Metal oxide/g-C3N4 nanocomposites chemiresistive gas sensors: A review on enhanced performance

Abstract

Metal-oxide-semiconductors (MOS) gas sensors are widely used for detecting and measuring the concentration of various gases in different applications. Changing the electrical resistance when the MOS surface reacts with a specific gas is the basis of the operation of the gas sensor of MOS. They offer versatility in detecting various gases and fabricating them suitable for supervising energy efficiency, monitoring health and safety, and controlling hazardous emissions. However, traditional MOS sensors suffer from poor selectivity and usually require high operating temperatures. To overcome these limitations, researchers have explored strategies such as doping, bimetallic/co-doping, and composite structures with conductive polymers and 2D materials such as polyaniline (PANI), polymethyl methacrylate (PMMA), polyvinyl alcohol (PVA), reduced graphene oxide (rGO), graphitic carbon nitride (g-C₃N₄), and graphene. Among the 2D materials, g-C₃N₄ stands out due to its distinct characteristics, including chemical stability, porosity structure, abundance, lack of toxicity, and numerous surface defects.
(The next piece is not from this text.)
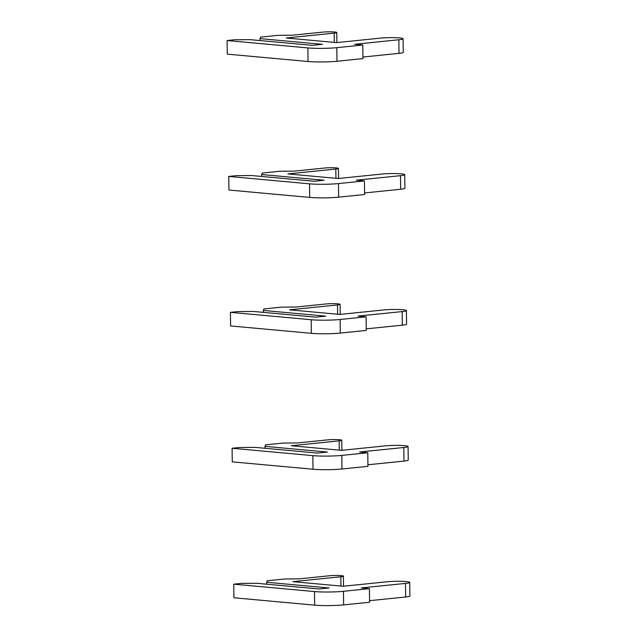 <?xml version="1.0" encoding="UTF-8"?>
<svg xmlns="http://www.w3.org/2000/svg" width="637" height="637" viewBox="0 0 637 637"><rect width="100%" height="100%" fill="white"/><g stroke="black" fill="none" stroke-linecap="round" stroke-linejoin="round"><path stroke-width="0.96" d="M234.599 39.773L250.038 39.637L312.409 45.338L322.402 44.319L260.031 38.618L260.573 37.121L278.058 35.338L292.526 35.21L322.999 32.105A8.193 0.788 179.3 0 1 331.845 31.85A8.193 0.788 179.3 0 1 336.774 32.511A8.193 0.788 179.3 0 1 334.17 33.124L286.22 38.013L336.487 42.615L380.695 38.101A13.313 1.282 179.3 0 1 395.075 37.687A13.313 1.282 179.3 0 1 403.086 38.769A13.313 1.282 179.3 0 1 398.842 39.765L354.642 44.272L362.787 45.012L336.814 47.664A20.488 1.975 179.3 0 1 307.87 47.918L227.106 40.537L234.599 39.773M260.031 38.618L259.968 40.545M403.086 38.769L403.245 52.361A13.313 1.282 179.3 0 1 399.009 53.357L362.931 57.035M362.787 45.012L362.955 58.604L336.981 61.256A20.488 1.975 179.3 0 1 308.029 61.51L227.274 54.129L227.106 40.537M236.263 175.685L251.703 175.549L314.073 181.25L324.066 180.231L261.688 174.53L262.237 173.033L279.715 171.249L294.19 171.122L324.655 168.017A8.193 0.788 179.3 0 1 333.509 167.762A8.193 0.788 179.3 0 1 338.438 168.423A8.193 0.788 179.3 0 1 335.826 169.036L287.876 173.925L338.151 178.519L382.351 174.012A13.313 1.282 179.3 0 1 396.732 173.598A13.313 1.282 179.3 0 1 404.742 174.681A13.313 1.282 179.3 0 1 400.506 175.669L356.306 180.183L364.452 180.924L338.478 183.575A20.488 1.975 179.3 0 1 309.526 183.83L228.771 176.441L236.263 175.685M261.688 174.53L261.624 176.457M404.742 174.681L404.909 188.273A13.313 1.282 179.3 0 1 400.673 189.261L364.595 192.947M364.452 180.924L364.611 194.516L338.645 197.167A20.488 1.975 179.3 0 1 309.693 197.414L228.938 190.033L228.771 176.441M237.919 311.589L253.359 311.453L315.737 317.162L325.722 316.143L263.352 310.434L263.893 308.945L281.379 307.161L295.855 307.034L326.319 303.929A8.193 0.788 179.3 0 1 335.166 303.674A8.193 0.788 179.3 0 1 340.094 304.335A8.193 0.788 179.3 0 1 337.491 304.948L289.54 309.837L339.808 314.431L384.015 309.924A13.313 1.282 179.3 0 1 398.396 309.51A13.313 1.282 179.3 0 1 406.406 310.593A13.313 1.282 179.3 0 1 402.17 311.581L357.962 316.095L366.108 316.836L340.134 319.487A20.488 1.975 179.3 0 1 311.19 319.734L230.427 312.353L237.919 311.589M263.352 310.434L263.288 312.361M406.406 310.593L406.573 324.185A13.313 1.282 179.3 0 1 402.329 325.173L366.259 328.851M366.108 316.836L366.275 330.428L340.301 333.079A20.488 1.975 179.3 0 1 311.35 333.326L230.594 325.945L230.427 312.353M239.584 447.5L255.023 447.365L317.393 453.066L327.386 452.047L265.008 446.346L265.557 444.849L283.035 443.073L297.511 442.946L327.983 439.833A8.193 0.788 179.3 0 1 336.83 439.586A8.193 0.788 179.3 0 1 341.758 440.247A8.193 0.788 179.3 0 1 339.147 440.86L291.205 445.749L341.472 450.343L385.672 445.836A13.313 1.282 179.3 0 1 400.052 445.422A13.313 1.282 179.3 0 1 408.062 446.505A13.313 1.282 179.3 0 1 403.826 447.493L359.626 451.999L367.772 452.748L341.798 455.399A20.488 1.975 179.3 0 1 312.847 455.646L232.091 448.265L239.584 447.5M265.008 446.346L264.944 448.273M408.062 446.505L408.229 460.089A13.313 1.282 179.3 0 1 403.993 461.084L367.915 464.763M367.772 452.748L367.931 466.34L341.965 468.991A20.488 1.975 179.3 0 1 313.014 469.238L232.258 461.857L232.091 448.265M241.24 583.412L256.679 583.277L319.057 588.978L329.042 587.959L266.672 582.258L267.214 580.761L284.699 578.977L299.175 578.858L329.64 575.744A8.193 0.788 179.3 0 1 338.486 575.49A8.193 0.788 179.3 0 1 343.415 576.159A8.193 0.788 179.3 0 1 340.811 576.764L292.861 581.661L343.128 586.255L387.336 581.748A13.313 1.282 179.3 0 1 401.716 581.334A13.313 1.282 179.3 0 1 409.726 582.409A13.313 1.282 179.3 0 1 405.49 583.404L361.283 587.911L369.428 588.66L343.454 591.303A20.488 1.975 179.3 0 1 314.511 591.558L233.755 584.177L241.24 583.412M266.672 582.258L266.608 584.185M409.726 582.409L409.894 596.001A13.313 1.282 179.3 0 1 405.658 596.996L369.579 600.675M369.428 588.66L369.595 602.252L343.622 604.895A20.488 1.975 179.3 0 1 314.678 605.15L233.914 597.769L233.755 584.177M334.282 42.408L334.17 33.124M399.009 53.357L398.842 39.765M336.981 61.256L336.814 47.664M308.029 61.51L307.87 47.918M335.946 178.32L335.826 169.036M400.673 189.261L400.506 175.669M338.645 197.167L338.478 183.575M309.693 197.414L309.526 183.83M337.602 314.232L337.491 304.948M402.329 325.173L402.17 311.581M340.301 333.079L340.134 319.487M311.35 333.326L311.19 319.734M339.266 450.144L339.147 440.86M403.993 461.084L403.826 447.493M341.965 468.991L341.798 455.399M313.014 469.238L312.847 455.646M340.922 586.056L340.811 576.764M405.658 596.996L405.49 583.404M343.622 604.895L343.454 591.303M314.678 605.15L314.511 591.558M336.901 42.568L336.774 32.511M338.558 178.479L338.438 168.423M340.222 314.391L340.094 304.335M341.878 450.303L341.758 440.247M343.542 586.215L343.415 576.159"/></g></svg>

The exfoliated structure and surface defects of g-C₃N₄ provide active sites for adsorbing atmospheric oxygen and facilitating reactions with specific gas molecules. This review introduces MOS gas sensors, covering their fabrication methods and electrical measurements. It then attentions on the properties of g-C₃N₄, synthesis methods, and its potential for composition with the MOS. The review highlights the enhanced gas sensing performance achieved by MOS/g-C₃N₄ nanocomposites to detect different gases.